Chapter 2 Find your files

First things first. Contemporary programming, in particular data programming, requires working with a large number of files–your code, your written reports, documents, homework and labs, data files and so on. This section discusses how to organize the files, and how to think about the organization as the files system tree. Although thinking about your computer files as a tree may not be what you normally do, this is how computers and programming languages think about your files. It is necessary to have a basic overview of the file system layout for your code to be able to access the files.

Another reason this books introduces the files system as the first topic is to help you to organize your files. In this course you will mainly work with rmarkdown documents that your create yourself, and data files that your download from internet. These files should be placed in a meaningful location on your computer, you should know where they are, and if needed, you must be able to access those both through R and other tools. This will help you to avoid many problems later.

In this course you’ll need to understand the file system mainly to access the data files, but it also helps to understand how do knitting and rmarkdown work (see Section 3.4). It also helps you to prepare your code to run on different computers (needed by, e.g., shiny, see Section E).

2.1 File system tree and working directory

Before loading our first files from disk, we discuss what are file system tree and working directory. These two concepts are extremely important for all kinds of text-based navigation–and your code expects the file names to be provided in text. Many common problems that novice programmers encounter when attempting to loading data boil down to misunderstanding these concepts.

2.1.1 File System Tree

Modern computers store its files and folders like a tree. You can imagine folders being branches that may branch further (contain other folders), and files being leaves, the “final ends” of branches. Let us explain this through an example.

TBD: here something about how people “normally” arrange and access files?

TBD: Apple photos

Imagine there is a student Yucun. He is taking different courses, and he stores his schoolwork in a folder UW that is inside of his Documents folder.

When you look at the content of his Documents in the file manager, you can see a picture like shown here. You can see that he has two folders in there, Applications and UW, and a number of files.

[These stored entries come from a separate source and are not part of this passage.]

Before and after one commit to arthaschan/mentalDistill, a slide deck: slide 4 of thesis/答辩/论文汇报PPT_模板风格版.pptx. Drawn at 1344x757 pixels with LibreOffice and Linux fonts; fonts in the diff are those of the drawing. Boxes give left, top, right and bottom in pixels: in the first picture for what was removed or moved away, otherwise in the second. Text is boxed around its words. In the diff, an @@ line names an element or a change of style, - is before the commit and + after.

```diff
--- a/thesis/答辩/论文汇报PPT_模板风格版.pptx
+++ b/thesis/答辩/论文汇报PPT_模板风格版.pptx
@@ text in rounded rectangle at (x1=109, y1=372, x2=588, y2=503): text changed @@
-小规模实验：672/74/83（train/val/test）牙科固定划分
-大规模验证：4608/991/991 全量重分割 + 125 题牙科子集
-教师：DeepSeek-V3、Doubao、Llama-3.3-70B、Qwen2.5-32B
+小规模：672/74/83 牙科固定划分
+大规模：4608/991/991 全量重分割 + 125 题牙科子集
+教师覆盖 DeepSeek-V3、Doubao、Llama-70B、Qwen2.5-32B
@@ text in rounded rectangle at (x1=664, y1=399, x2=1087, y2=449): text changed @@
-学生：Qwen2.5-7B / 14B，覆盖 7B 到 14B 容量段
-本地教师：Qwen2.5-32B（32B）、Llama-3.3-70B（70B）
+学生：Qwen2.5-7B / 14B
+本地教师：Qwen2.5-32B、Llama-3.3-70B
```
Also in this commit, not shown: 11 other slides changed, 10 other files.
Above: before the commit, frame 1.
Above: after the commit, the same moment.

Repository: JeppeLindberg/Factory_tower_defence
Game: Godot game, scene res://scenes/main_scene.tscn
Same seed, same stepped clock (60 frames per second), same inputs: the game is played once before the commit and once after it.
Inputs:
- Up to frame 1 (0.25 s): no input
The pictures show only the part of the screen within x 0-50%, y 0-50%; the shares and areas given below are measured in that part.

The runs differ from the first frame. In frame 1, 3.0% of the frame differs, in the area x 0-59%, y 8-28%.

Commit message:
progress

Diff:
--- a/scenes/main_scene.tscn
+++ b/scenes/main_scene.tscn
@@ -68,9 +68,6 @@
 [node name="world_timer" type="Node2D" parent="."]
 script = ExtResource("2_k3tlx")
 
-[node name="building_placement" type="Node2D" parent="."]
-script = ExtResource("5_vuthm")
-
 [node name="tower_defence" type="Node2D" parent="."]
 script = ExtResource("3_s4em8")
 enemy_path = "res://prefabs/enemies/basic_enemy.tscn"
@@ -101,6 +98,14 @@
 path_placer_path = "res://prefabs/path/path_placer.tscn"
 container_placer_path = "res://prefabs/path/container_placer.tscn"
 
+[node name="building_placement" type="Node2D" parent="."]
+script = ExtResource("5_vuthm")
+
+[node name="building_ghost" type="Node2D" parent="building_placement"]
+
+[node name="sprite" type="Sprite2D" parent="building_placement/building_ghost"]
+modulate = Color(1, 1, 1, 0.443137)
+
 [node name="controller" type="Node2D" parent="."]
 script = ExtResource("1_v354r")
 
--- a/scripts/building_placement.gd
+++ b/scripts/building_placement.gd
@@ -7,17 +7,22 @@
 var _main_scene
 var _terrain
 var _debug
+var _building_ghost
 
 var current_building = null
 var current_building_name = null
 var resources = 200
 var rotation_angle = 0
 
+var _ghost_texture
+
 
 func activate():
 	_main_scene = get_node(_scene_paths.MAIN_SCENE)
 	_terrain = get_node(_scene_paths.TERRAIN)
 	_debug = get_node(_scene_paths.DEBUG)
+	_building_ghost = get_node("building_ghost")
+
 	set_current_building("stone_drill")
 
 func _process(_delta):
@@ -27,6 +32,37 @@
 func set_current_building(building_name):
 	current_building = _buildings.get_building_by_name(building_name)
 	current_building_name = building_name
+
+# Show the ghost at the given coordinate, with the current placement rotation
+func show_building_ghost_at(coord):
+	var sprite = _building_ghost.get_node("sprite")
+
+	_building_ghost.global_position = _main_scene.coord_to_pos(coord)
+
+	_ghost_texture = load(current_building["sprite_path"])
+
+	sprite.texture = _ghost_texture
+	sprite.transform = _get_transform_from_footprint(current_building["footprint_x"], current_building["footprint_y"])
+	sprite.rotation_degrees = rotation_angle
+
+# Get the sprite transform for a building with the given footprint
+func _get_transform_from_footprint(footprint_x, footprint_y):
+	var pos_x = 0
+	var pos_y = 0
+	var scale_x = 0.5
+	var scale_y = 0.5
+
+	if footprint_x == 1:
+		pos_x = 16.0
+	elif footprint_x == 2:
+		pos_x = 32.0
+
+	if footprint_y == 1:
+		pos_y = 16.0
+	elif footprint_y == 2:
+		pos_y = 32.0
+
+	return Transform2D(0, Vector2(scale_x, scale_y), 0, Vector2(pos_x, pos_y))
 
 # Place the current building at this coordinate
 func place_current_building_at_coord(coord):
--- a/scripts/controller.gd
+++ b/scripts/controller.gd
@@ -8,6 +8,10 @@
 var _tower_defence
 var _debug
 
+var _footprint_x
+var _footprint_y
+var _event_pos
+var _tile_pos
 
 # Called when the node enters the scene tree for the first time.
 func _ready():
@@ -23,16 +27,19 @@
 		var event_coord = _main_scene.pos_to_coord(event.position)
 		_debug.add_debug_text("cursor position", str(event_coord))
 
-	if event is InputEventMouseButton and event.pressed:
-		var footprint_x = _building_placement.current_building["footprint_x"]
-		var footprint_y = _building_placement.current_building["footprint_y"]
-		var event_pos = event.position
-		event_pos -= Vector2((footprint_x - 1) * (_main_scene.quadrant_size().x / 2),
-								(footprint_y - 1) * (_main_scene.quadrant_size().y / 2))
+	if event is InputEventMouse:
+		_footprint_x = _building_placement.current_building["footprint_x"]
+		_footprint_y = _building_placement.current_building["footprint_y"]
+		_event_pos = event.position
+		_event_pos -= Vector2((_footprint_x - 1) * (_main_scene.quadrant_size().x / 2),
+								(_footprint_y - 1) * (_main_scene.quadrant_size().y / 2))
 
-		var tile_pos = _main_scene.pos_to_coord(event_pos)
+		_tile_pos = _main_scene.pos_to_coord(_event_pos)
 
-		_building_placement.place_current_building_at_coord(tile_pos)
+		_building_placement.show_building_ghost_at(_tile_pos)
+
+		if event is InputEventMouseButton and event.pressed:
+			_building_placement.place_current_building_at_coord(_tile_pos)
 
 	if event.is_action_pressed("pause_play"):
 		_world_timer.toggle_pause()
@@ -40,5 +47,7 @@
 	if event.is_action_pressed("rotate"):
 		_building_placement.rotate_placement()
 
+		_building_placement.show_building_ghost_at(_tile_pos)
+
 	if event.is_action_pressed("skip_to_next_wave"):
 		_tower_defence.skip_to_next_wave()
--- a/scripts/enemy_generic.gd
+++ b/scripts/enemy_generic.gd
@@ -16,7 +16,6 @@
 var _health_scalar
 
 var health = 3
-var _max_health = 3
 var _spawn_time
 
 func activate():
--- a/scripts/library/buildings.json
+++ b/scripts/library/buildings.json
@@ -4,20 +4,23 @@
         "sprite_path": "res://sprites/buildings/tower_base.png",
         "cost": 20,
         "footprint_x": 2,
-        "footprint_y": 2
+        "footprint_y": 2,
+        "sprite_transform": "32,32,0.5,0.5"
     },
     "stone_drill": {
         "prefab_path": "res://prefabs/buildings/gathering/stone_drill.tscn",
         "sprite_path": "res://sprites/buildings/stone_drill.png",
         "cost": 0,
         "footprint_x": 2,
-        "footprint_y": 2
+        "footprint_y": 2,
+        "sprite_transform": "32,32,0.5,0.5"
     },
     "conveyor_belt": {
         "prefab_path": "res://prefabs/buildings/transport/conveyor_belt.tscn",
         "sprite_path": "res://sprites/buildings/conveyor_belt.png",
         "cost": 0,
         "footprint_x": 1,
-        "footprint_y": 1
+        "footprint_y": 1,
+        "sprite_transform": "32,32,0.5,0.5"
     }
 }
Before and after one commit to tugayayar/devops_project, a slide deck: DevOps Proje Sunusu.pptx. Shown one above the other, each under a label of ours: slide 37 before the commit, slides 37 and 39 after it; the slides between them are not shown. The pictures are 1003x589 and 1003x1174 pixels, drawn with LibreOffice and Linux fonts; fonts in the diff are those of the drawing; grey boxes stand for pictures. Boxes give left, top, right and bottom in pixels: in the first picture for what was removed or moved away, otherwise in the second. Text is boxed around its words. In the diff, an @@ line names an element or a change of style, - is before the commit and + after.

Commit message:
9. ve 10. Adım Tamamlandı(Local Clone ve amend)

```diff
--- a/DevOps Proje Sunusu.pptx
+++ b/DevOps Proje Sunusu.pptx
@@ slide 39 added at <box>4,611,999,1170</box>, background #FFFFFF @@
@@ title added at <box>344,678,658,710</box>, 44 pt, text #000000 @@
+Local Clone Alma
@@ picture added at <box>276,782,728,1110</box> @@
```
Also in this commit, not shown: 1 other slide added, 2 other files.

He is using the folder UW to store his school stuff. He sorts it by the class he is taking, and hence the content of UW may look like this:

One of the classes he is taking info201. Inside the info201 folder he sorts the files into exercises, homework and stuff; and and there is also a lonely file cheatsheet.pdf.

This is a fairly typical layout of files and folders: there are folders, and folders inside folders, and files inside folders, and so on.

Instead of displaying a single folder’s content at time, we can also draw such a nested structure as a tree. The figure below does just that. To begin with, Documents is just one folder among his other stuff. This is normally called home folder, not “stuff” but we call it “Yucun’s stuff” for now (see more in Section 2.4.1 below). Inside of Documents there are two folders: UW and Applications, they are placed underneath the Documents folder and connected to it with dotted lines. The files, “add-code.txt”, “SSRN-id3265…” and others are marked inside of the folder (well, inside of the extended gray box next to it). There are more files, those are denoted with three dots ....

Yucun’s folders displayed as a upside-down tree. He has four main folders: Documents, Pictures, Music and Downloads; those four folders in turn contain other folders and files.

Further, UW contains other folders, including info201 which, in turn, contains exercises, homework, stuff, and cheatsheet.pdf. Again, the subfolders are marked underneath info201, but cheatsheet, the file inside info201, is placed in the gray box at left of it. Obviously, there are more files and folders in his computer, some of which are denoted here with dots ....

You can imagine the whole tree as a big building where folders are rooms, and files are furniture in that room. Rooms (folders) contain some furniture (files), but there are also stairs, leading down to other rooms (subfolders).

But the picture is usually compared to an upside-down tree. Root of the tree is marked as “Yucun’s stuff” (more about it below in Sectin 2.4.1).1 It has four branches: Documents, Pictures, Music and Downloads. The Pictures folder contains two pictures, fractal and Ross Lake. We can imagine that pictures, and other files, like cheatsheet.pdf are leaves of the tree as those do not branch any further.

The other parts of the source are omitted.